Even better, the outlook for the energy sector remains bright. According to a recent Moody’s research report, industry earnings will stabilize overall in 2023, though they will come in slightly below levels reached by recent peaks.
The analysts note that commodity prices have declined from very high levels earlier in 2022, but have predicted that prices are likely to remain cyclically strong through 2023. This, combined with modest growth in volumes, will support strong cash flow generation for oil and gas producers. Moody’s estimates that the U.S. energy sector’s EBITDA for 2022 will clock in at $$623B but fall to $585B in 2023.
The analysts say that low capex, rising uncertainty about the expansion of future supplies and high geopolitical risk premium will, however, continue to support cyclically high oil prices. Meanwhile, strong export demand for U.S. LNG will continue supporting high natural gas prices.
In other words, there simply aren’t better places for people investing in the U.S. stock market to park their money if they are looking for serious earnings growth.
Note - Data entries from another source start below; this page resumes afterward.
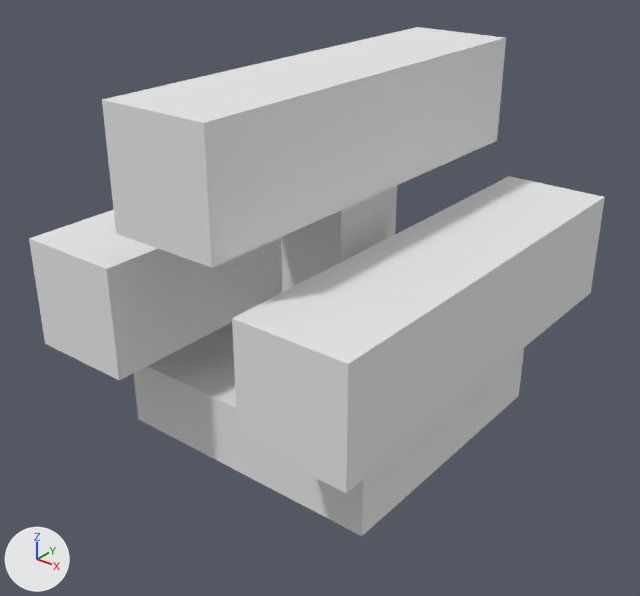
Two versions of the OBJ model src/main/resources/assets/dscombat/models/entity/heavy_missile_rack.obj, one commit apart.
Rendered twice from a camera (50 mm lens) standing at (0.849, -1.099, 0.897) and looking at (0.003, -0.042, 0.241). The lights are fixed; the arrows at lower left show +X, +Y and +Z. Where no turn or scale is listed for an object, it has been applied to the vertices.
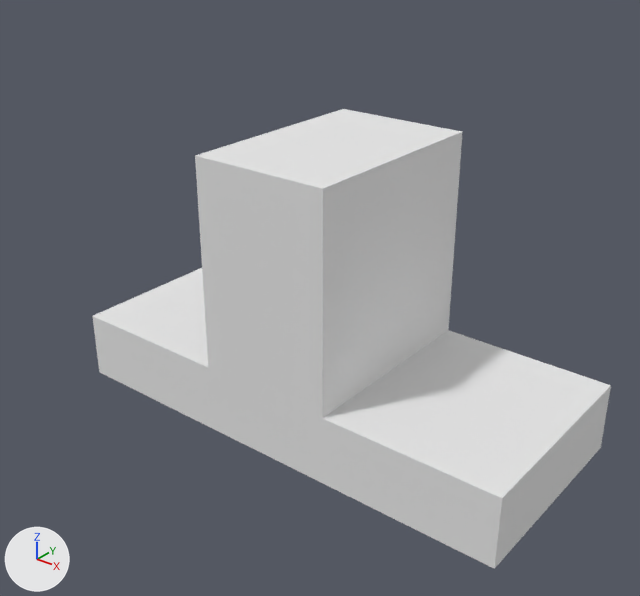
Where the change shows, as pixel boxes (x1, y1, x2, y2) in the pictures (640 x 596 px):
'cube6', mesh rescaled
    before: (102, 27, 506, 268)
    after: (92, 268, 212, 428)
'cube', mesh rescaled
    before: (281, 190, 387, 292)
    after: (195, 109, 462, 483)
'cube5', deleted
    before: (232, 176, 605, 493)
'cube1', mesh rescaled (not visible before)
    after: (322, 330, 611, 569)
'cube4', deleted
    before: (29, 186, 397, 380)
'cube3', deleted
    before: (134, 322, 524, 536)

Edits to the bpy script that builds the scene:
```text
Change me_cube:
    where me_cube.from_pydata(...)  # 8 vertices, 6 faces; spans x -0.062..0.062, y -0.062..0.063, z 0.125..0.438
    used by ob_cube; location = (0.0, 0.0, 0.0)
    me_cube part 1: the whole mesh is scaled about its middle by (2, 3, 1.6), then moved by (0.0, 0.0, -0.031)
Change me_cube1:
    where me_cube1.from_pydata(...)  # 8 vertices, 6 faces; spans x 0.0625..0.1875, y -0.0625..0.0625, z 0.125..0.1875
    used by ob_cube1; location = (0.0, 0.0, 0.0)
    me_cube1 part 2: the whole mesh is scaled about its middle by (2.5, 3, 2), then moved by (0.1562, 0.0, -0.0938)
Change me_cube6:
    where me_cube6.from_pydata(...)  # 8 vertices, 6 faces; spans x -0.094..0.094, y -0.375..0.375, z 0.437..0.625
    used by ob_cube6; location = (0.0, 0.0, 0.0)
    me_cube6 part 3: the whole mesh is scaled about its middle by (1.67, 0.5, 0.667), then moved by (-0.281, 0.0, -0.469)
Remove ob_cube3:
    ob_cube3 = bpy.data.objects.new('cube3', me_cube3)
    ob_cube3.location = (0.0, 0.0, 0.0)
Remove ob_cube4:
    ob_cube4 = bpy.data.objects.new('cube4', me_cube4)
    ob_cube4.location = (0.0, 0.0, 0.0)
Remove ob_cube5:
    ob_cube5 = bpy.data.objects.new('cube5', me_cube5)
    ob_cube5.location = (0.0, 0.0, 0.0)
```

Further, the outlook for the sector remains bright.
Whereas oil and gas prices have declined from recent highs, they are still much higher than they have been over the past couple of years hence the ongoing enthusiasm in the energy markets. Indeed, the energy sector remains a huge Wall Street favorite, with the Zacks Oils and Energy sector being the top-ranked sector out of all 16 Zacks Ranked Sectors.
Further, earnings in the sector are likely to remain high due to high levels of share buybacks. Oil and gas supermajors are on course to repurchase their shares at near-record levels this year thanks to soaring oil and gas prices helping them to deliver bumper profits and boost returns for investors.
According to data from Bernstein Research, the seven supermajors are poised to return $38bn to shareholders through buyback programmes this year, with investment bank RBC Capital Markets putting the total figure even higher, at $41bn.
In 2014, when oil was trading over $100/barrel, we only saw $21 billion in buybacks. This year’s figure easily outpaces the 2008 number.
But here’s another interesting thing: Big Oil’s capex and production have remained mostly flat despite reporting record second-quarter profits.
Data from the U.S. Energy Information Administration (EIA) shows that Big Oil companies have mostly downshifted both capital spending and production for the second-quarter. An EIA review of 53 public U.S. gas and oil companies, responsible for about 34% of domestic production, showed a 5% decline in capital expenditures in the second-quarter vs. Q1 this year.
Cheap Energy Stocks
Another surprising finding: energy stocks remain cheap despite the huge runup. Not only has the sector widely outperformed the market, but companies within this sector remain relatively cheap, undervalued, and come with above-average projected earnings growth.
Image Source: Zacks Investment Research
Some of the cheapest oil and gas stocks right now include Ovintiv Inc. (NYSE: OVV) with a PE ratio of 6.09; Civitas Resources, Inc. (NYSE: CIVI) with a PE ratio of 4.87, Enerplus Corporation (NYSE: ERF)(TSX: ERF) has PE ratio of 5.80, Occidental Petroleum Corporation (NYSE: OXY) has a PE ratio of 7.09 while Canadian Natural Resources Limited (NYSE: CNQ) has a PE ratio of 6.79.